Dear Speaking of Credit,
I am 18 years old and have been approved for a card with a $500 limit. I spoke to an associate with my bank who told me that it would be a good idea to not pay the balance on my credit card for the first month. He said that because I have no credit history, and this is my first billing cycle ever, it would be a good idea to let the balance carry over and then pay it off at the beginning of the next billing cycle. He told me to not even make a minimum payment.

From that point on, he said that I should pay my balance off in full each month, which is what I was planning on doing from the beginning.

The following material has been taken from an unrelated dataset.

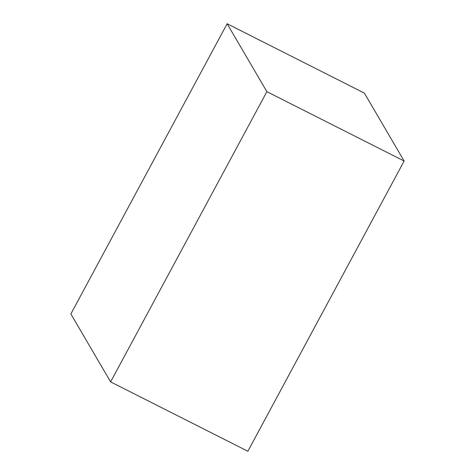 <?xml version="1.0" encoding="UTF-8"?>
<svg xmlns="http://www.w3.org/2000/svg" width="475" height="475" viewBox="0 0 475 475"><rect width="100%" height="100%" fill="white"/><g stroke="black" fill="none" stroke-linecap="round" stroke-linejoin="round"><path stroke-width="0.71" d="M227.133 23.75L70.864 313.969L110.616 381.888L247.867 451.25L404.136 161.031L364.384 93.112L227.133 23.75L266.885 91.663L404.136 161.031M110.616 381.888L266.885 91.663"/></g></svg>
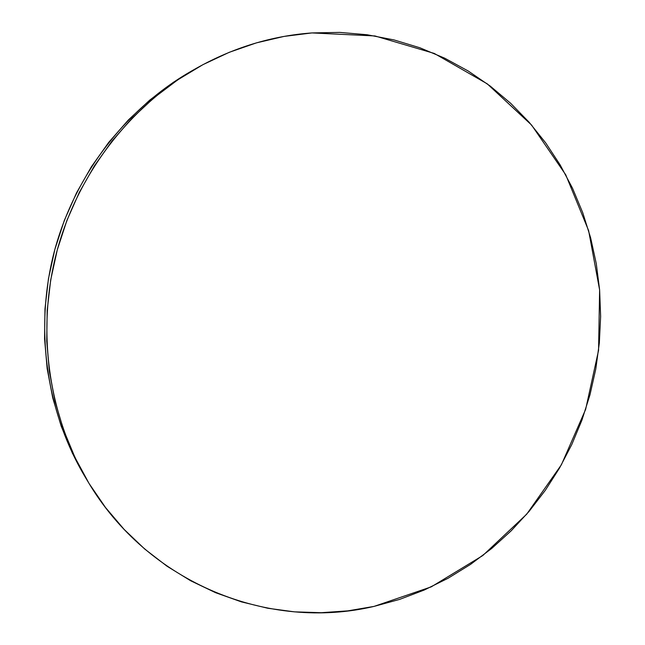 <?xml version="1.0" encoding="UTF-8"?>
<svg xmlns="http://www.w3.org/2000/svg" width="645" height="645" viewBox="0 0 645 645"><rect width="100%" height="100%" fill="white"/><g stroke="black" fill="none" stroke-linecap="round" stroke-linejoin="round"><path stroke-width="0.97" d="M311.954 32.927L374.939 35.951L434.287 53.446L487.225 83.826L531.585 125.057L565.738 174.803L588.619 230.604L599.616 289.944L598.56 350.356L585.636 409.406L561.392 464.771L526.699 514.194L482.791 555.547L431.247 586.861L374.052 606.397C269.626 631.116 148.35 584.37 87.559 480.985C48.343 415.017 36.249 330.127 56.728 251.921C77.593 173.803 130.072 105.998 196.773 68.047C233.49 47.537 271.884 35.83 311.954 32.927L284.066 36.41L256.396 42.876L229.249 52.309L202.941 64.653L177.77 79.835L154.058 97.718L132.088 118.14L112.141 140.884L94.476 165.717L79.327 192.355L66.878 220.493L57.3 249.8L50.705 279.922L47.174 310.495L46.738 341.157L49.375 371.544L55.043 401.303L63.637 430.078L75.03 457.555L89.042 483.444L105.482 507.47L124.122 529.4L144.722 549.04L167.015 566.221L190.743 580.806L215.624 592.707L241.383 601.866L267.748 608.243L294.451 611.847L321.234 612.702L347.849 610.863L374.052 606.397L399.626 599.399L424.362 589.981L448.057 578.267L470.544 564.391L491.659 548.5L511.235 530.754L529.15 511.316L545.283 490.361L559.521 468.052L571.76 444.59L581.935 420.137L589.957 394.901L595.778 369.069L599.35 342.826L600.632 316.389L599.616 289.944L596.286 263.708L590.651 237.876L582.725 212.665L572.542 188.284L560.166 164.943L545.654 142.843L529.094 122.203L510.59 103.232L490.273 86.108L468.278 71.047L444.768 58.219L419.951 47.794L394.014 39.926L367.207 34.757L339.762 32.395L311.954 32.927M196.773 68.047L191.871 70.829C126.331 108.118 74.828 174.658 54.357 251.292C34.266 328.023 46.142 411.325 84.672 476.139L87.486 480.872M192.089 70.7L173.199 82.407L149.906 99.967L128.323 120.018L108.739 142.343L91.405 166.716L76.529 192.855L64.315 220.461L54.914 249.212L48.448 278.761L44.989 308.762L44.561 338.859L47.158 368.674L52.729 397.884L61.17 426.135L72.361 453.129L84.729 476.244"/></g></svg>

His reasoning for this was to show the credit bureaus that I at one point had a balance, and then I paid it off, as opposed to always having a zero balance because I’ll pay off the card every month.

I was under the impression that letting a balance carry over would always be a bad idea. Is there any truth to what the associate told me? I only care about what will build the most credit. The interest doesn’t matter to me because I have a 0 percent APR for my first 12 billing cycles. I really appreciate the help. – Zeeshan

Dear Zeeshan,
If that isn’t the worst piece of credit advice I’ve heard in a long time, I don’t know what is. Good for you to be questioning it.